Assignment:
Check each line of the material that follows, and copy those holding the string "this".

=== The data ===

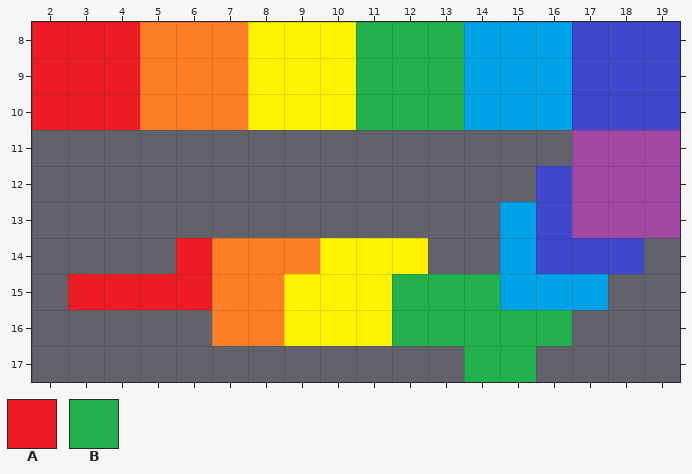
Two states of a Tiled map, RainbowGame/Assets/Maps/TestMap.tmx. The picture above is the old version.
Cells are 48x48 px. Shown: x 2..19, y 8..17.
Key: from "Tiles": A 0, B 3.
_ is an empty cell.
Layers that did not change in this view are not listed.
Layer "RedTiles" before, first column x 2:
 8 AAA_______________
 9 AAA_______________
10 AAA_______________
11 __________________
12 __________________
13 __________________
14 ____A_____________
15 _AAAA_____________
16 __________________
17 __________________
Layer "GreenTiles" before, first column x 2:
 8 _________BBB______
 9 _________BBB______
10 _________BBB______
11 __________________
12 __________________
13 __________________
14 __________________
15 __________BBB_____
16 __________BBBBB___
17 ____________BB____
Now the later version:
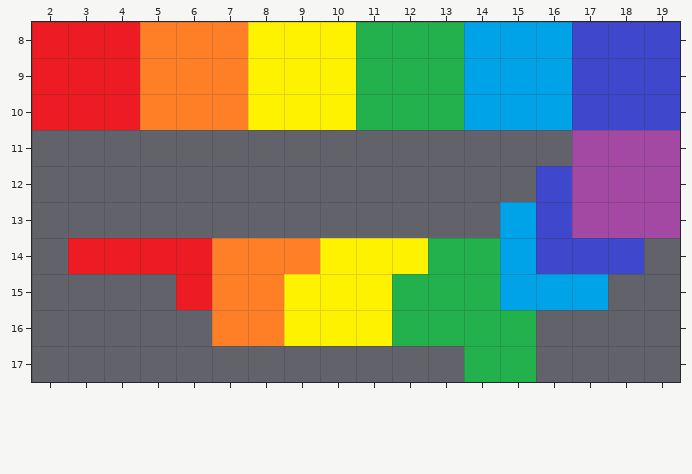
Tiles of an added or newly shown layer are drawn over the layers below it.
Changes in this commit:
Changed rows in their new state; . is an unchanged cell.
Layer "RedTiles" (removed):
first column x 3:
15 ___
Layer "GreenTiles" (removed):
first column x 16:
16 _
Layer "RedTiles0" (added):
first column x 3:
14 AAA
Layer "GreenTiles1" (added):
first column x 13:
14 BB
Where, in picture pixels (left, top, right, bottom), the same in both pictures:
changed: (68, 238, 176, 310)
added: (428, 238, 500, 274)
removed: (536, 310, 572, 346)

===

Expected answer:
Layers that did not change in this view are not listed.
Changes in this commit:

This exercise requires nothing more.